We claim that the set of blocks \(\mathcal{I}\) corresponds to a linearly independent set of columns of H, giving the rank of H as exactly \(6n-2\). We prove this result in Proposition 2 where we show that no subset of \(\,\mathcal{I}\) corresponds to a linearly dependent set of columns.
Proposition 2
The parity-check matrix H, as given by Eq. 4, for the LDPC code constructed from the DCA\(^*(3,2n;2n)\) given by Eq. 5, has rank \(6n - 2\).
Proof
Let \(\mathcal{D}\subset \mathcal{I}\), with D representing the corresponding set of columns in H. We will assume that D is a linearly dependent set and show that this leads to a contradiction. The assumption that D is a linearly dependent set implies that any row y, restricted to the columns of D, contains either 0 or an even number of 1s.

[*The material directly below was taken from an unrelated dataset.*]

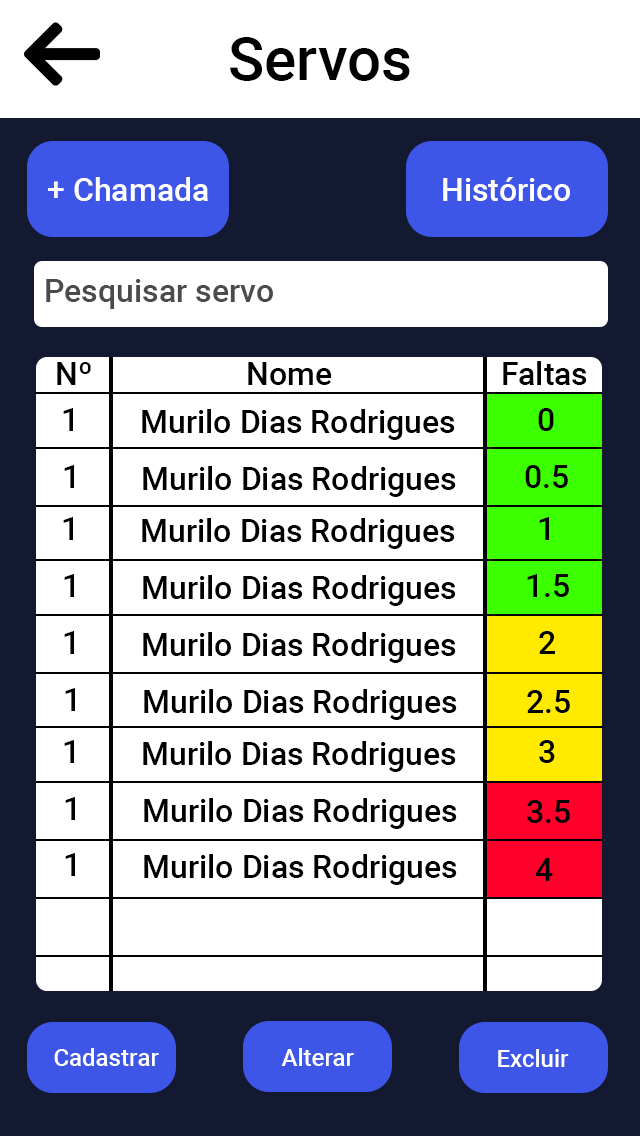
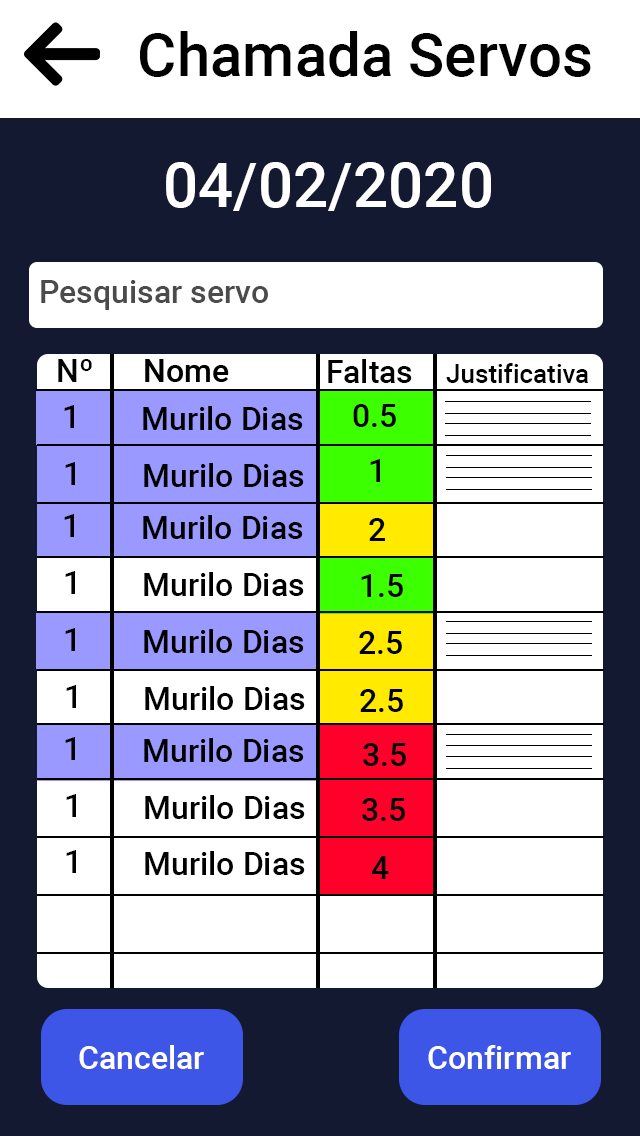
Revision of a layered 640x1136 image; what changed, layer by layer:
showed group "Tela chamada" (91 layers) over box(27, 31, 608, 1105)
hid group "Tela Principal Servos" (76 layers) over box(27, 31, 608, 1093)

The two blocks \(\{0,\;2n,\;4n+1\}\) and \(\{2n-1,\; 4n-1,\;4n\}\) in \(C_1\) (\(a = 0\) and \(a = n-1\)), respectively, contain the entries \(2n-1\) and 2n with replication number 1 in \(\mathcal{I}\). This precludes these two blocks from being in \(\mathcal{D}\). This immediately results in the block \(\{2n-2,\; 4n-1,\; 4n+1\}\) in \( C_2\) (\(b = 2n-2\)) being excluded from \(\mathcal{D}\) since if not, the point \( 4n - 1\) would have replication number 1 in \(\mathcal{D}\). Likewise \(\{2n-2,\; 2n+ (2n-2),\; 4n + (1 + 2n-2\, \text{ mod } 2n) \}\) of \(C_1\) (\(a = 2n-2\)) also gets excluded from \(\mathcal{D}\).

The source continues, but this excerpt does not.